Manu Ginobili discusses the frustration of ‘having to play with the parking brake on’ due to injury

San Antonio Spurs legend Manu Ginobili turned 36 in July. He’s missed a combined 55 regular season games over the last two years, the expected payoff after years of all-out play that often ran deep into the NBA’s postseason, usually followed up by extended runs representing his native Argentina in international play.

Recently, Ginobili sat down for a candid and revealing interview with the Argentinean paper La Nación, and J. Gomez at Pounding the Rock was thoughtful and diligent enough to translate and transcribe it for us. In the back and forth, Ginobili comes clean on a season that truly seemed to wear him down, especially as he struggled to provide Manu Ginobili-esque play as the playoffs trudged along.

What was weighing on you? Because you clearly weren't and aren't tired of basketball

The physical part. Having to keep rehabilitating and getting in shape after injuries. Having to play with the parking brake on because I'm coming back from a muscle strain.
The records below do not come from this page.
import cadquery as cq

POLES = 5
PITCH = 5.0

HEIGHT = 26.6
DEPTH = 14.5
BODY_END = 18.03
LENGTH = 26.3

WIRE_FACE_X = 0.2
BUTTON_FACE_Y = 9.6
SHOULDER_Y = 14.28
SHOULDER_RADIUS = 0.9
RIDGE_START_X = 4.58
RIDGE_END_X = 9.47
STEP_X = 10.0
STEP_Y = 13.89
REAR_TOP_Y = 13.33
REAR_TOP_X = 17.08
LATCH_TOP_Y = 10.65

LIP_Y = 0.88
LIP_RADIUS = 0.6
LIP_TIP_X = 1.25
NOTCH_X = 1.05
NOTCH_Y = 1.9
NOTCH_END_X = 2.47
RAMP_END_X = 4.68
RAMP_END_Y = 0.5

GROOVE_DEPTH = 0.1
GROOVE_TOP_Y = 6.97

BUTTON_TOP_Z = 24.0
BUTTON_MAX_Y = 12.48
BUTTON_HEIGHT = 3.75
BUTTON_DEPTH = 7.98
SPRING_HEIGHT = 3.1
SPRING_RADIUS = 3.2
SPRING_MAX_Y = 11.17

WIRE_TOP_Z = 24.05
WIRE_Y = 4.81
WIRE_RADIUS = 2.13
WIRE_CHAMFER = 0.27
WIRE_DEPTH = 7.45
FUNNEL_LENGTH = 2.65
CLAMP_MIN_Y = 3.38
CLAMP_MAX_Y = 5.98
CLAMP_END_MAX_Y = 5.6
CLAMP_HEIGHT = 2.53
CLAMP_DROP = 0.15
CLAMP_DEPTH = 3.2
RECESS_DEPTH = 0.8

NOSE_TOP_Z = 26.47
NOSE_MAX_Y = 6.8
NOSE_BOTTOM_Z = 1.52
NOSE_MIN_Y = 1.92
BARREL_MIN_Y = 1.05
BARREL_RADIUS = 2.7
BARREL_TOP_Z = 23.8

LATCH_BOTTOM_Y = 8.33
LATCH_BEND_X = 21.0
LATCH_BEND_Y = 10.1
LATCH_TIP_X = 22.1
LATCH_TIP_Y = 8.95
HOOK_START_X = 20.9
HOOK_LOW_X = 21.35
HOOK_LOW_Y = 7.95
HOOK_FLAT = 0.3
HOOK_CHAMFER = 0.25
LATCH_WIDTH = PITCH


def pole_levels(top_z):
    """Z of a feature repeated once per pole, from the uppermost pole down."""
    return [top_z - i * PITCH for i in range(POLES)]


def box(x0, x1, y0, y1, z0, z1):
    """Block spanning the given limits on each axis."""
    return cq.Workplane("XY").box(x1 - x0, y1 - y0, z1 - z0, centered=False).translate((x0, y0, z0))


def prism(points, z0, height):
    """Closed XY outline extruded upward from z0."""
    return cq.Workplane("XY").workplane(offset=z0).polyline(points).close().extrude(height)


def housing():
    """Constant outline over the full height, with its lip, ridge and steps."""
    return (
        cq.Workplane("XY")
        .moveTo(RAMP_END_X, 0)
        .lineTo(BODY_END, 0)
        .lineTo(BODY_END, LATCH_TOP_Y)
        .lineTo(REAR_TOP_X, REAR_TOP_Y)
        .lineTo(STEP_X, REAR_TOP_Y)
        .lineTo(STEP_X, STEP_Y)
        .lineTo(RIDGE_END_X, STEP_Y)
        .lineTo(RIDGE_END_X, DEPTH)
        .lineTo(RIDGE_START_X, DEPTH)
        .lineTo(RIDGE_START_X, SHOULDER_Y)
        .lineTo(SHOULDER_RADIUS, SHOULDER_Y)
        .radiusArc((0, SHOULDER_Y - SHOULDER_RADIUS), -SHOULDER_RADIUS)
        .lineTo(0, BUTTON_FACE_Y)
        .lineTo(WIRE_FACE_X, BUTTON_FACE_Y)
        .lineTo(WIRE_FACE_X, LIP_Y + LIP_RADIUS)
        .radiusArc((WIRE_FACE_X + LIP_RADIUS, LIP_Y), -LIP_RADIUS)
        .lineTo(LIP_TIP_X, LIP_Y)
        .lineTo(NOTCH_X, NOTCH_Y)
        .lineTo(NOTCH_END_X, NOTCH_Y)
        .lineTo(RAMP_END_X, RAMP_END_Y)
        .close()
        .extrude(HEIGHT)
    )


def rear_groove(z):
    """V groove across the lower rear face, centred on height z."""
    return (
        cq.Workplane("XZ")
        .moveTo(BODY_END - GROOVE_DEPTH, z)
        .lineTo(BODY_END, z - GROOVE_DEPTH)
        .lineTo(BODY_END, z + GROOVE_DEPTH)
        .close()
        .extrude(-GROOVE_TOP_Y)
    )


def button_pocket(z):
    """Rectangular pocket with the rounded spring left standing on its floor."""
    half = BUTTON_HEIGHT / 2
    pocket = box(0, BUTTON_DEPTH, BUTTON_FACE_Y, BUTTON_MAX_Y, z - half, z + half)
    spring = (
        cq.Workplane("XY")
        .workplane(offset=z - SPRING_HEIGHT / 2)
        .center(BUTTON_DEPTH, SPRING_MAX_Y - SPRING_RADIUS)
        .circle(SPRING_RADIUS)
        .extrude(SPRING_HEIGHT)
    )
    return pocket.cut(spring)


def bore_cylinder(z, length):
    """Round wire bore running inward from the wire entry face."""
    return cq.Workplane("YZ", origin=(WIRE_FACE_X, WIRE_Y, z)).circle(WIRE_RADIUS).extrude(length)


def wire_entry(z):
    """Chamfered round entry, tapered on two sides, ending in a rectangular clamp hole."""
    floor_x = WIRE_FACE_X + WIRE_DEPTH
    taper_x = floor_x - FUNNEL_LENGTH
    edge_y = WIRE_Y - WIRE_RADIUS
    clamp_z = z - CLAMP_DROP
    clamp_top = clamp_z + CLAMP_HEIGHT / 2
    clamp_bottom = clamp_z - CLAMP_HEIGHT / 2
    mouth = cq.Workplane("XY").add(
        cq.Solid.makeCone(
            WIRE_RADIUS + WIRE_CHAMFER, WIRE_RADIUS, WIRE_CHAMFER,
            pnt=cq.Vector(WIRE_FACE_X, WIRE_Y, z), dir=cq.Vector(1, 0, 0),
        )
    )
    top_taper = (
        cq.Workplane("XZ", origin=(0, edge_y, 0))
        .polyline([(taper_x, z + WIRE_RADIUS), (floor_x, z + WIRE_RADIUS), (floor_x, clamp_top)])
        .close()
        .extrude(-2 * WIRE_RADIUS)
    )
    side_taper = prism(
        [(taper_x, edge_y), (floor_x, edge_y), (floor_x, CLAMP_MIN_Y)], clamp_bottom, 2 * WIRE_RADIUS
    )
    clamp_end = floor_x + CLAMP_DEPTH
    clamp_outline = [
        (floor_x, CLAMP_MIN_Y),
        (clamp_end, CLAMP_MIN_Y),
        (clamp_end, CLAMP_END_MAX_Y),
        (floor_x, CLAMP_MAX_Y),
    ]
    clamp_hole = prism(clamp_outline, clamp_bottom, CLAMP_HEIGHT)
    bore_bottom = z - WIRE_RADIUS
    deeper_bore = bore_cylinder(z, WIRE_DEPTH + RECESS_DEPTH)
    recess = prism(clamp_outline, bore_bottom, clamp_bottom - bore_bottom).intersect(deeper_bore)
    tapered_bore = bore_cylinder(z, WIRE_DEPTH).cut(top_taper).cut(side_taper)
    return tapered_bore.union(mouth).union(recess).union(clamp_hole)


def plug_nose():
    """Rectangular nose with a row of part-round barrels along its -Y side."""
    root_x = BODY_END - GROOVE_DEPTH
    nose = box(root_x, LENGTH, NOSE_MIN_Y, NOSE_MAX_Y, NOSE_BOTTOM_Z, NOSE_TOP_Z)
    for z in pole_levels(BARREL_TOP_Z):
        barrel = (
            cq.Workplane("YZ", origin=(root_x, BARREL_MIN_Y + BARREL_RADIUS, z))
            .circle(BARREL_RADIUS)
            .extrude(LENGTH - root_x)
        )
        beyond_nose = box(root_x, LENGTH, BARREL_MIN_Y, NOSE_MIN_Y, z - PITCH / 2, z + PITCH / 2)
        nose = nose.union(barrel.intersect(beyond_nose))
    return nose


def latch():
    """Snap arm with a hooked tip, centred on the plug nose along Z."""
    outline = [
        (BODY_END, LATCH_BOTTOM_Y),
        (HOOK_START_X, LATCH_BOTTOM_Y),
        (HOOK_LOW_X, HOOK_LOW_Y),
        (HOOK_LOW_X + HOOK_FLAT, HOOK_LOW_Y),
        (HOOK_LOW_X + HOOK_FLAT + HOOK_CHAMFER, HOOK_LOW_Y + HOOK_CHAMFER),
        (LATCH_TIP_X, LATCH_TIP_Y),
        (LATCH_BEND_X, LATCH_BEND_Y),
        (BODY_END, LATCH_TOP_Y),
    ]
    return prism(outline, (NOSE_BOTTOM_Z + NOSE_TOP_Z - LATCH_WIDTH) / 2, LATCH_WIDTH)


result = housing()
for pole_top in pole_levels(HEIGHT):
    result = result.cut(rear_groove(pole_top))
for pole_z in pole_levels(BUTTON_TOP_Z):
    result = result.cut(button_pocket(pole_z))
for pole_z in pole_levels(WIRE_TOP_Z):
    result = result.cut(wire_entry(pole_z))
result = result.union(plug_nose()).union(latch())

That wore me out and it was hard.

I have a great time when I'm healthy and playing, I feel lucky playing with the team and coaching staff I play for. But the physical problems drained me.

Ginobili went on to point out that it only took two or three days of “grieving” following San Antonio’s Game 7 loss to the Miami Heat before deciding that he was going to come back for another season, and sign a free agent deal with the Spurs.

This may seem like a quick turnaround, especially considering the nearly eight-month run of 103 regular and postseason San Antonio Spurs games that preceded that decision. The turnaround had to be quick, though, because San Antonio’s postseason run ended on June 20, and the free agent period sparked up just a week and a half later. Ginobili couldn’t dawdle, which is tough stuff for a guy that has been with the team for 11 years as an active player, 14 years after being drafted by the club, as he prepared to sign what will probably be his last contract with the team.

Apparently it was enough time to build up the muscle strength to put pen to paper, as Ginobili admitted that the trying 2012-13 left him just about out of gas:

This year, like never before, you looked weak

A lot of times this year I've been told I looked weak, vulnerable, fragile. I have no reason to hide. I'm no less of a man for feeling that way or for having played poorly. Yes, so what's the problem? I will be criticized? Fine. I swear I gave everything I had and I tried to win, like I always have. Sometimes it happens and sometimes it doesn't. I won't blush or feel embarrassed for saying it. I felt vulnerable and I expressed it. I didn't have a reason not to. It's true. It was the first time I've felt that way.

Manu responded in the affirmative to the question that was posed about the swingman being “energized by anger,” which probably helps explain this brilliant 24-point, 10-assist performance in Game 5 of the Finals, coming at Ginobili’s probable low-point as an oft-injured (and subsequently, oft-criticized) veteran.

It’s also clear that Ginobili is more than a little peeved at his Spurs being thought of as just another Finals loser (in the first San Antonio Finals series loss of the Tim Duncan era), when the team gave Miami all it could handle, telling the newspaper that critics will “see we were as good as Seattle or Utah were when they lost to the Chicago Bulls.”

This is clearly a frustrated dude.

That’s just fine. With no international play scheduled, Manu will have a full three months’ rest before getting back into the grind in late September; and while that may not feel sufficient, it’s often more than he’s usually afforded. How the savvy Ginobili responds to his declining athleticism over the next two years of his contract remains to be seen, but if this interview is any indication it’s obvious that Ginobili is about as self-aware as they come.

Translation didn’t cloud that sentiment. The man is beat, but he’s getting back up off the canvas for another go.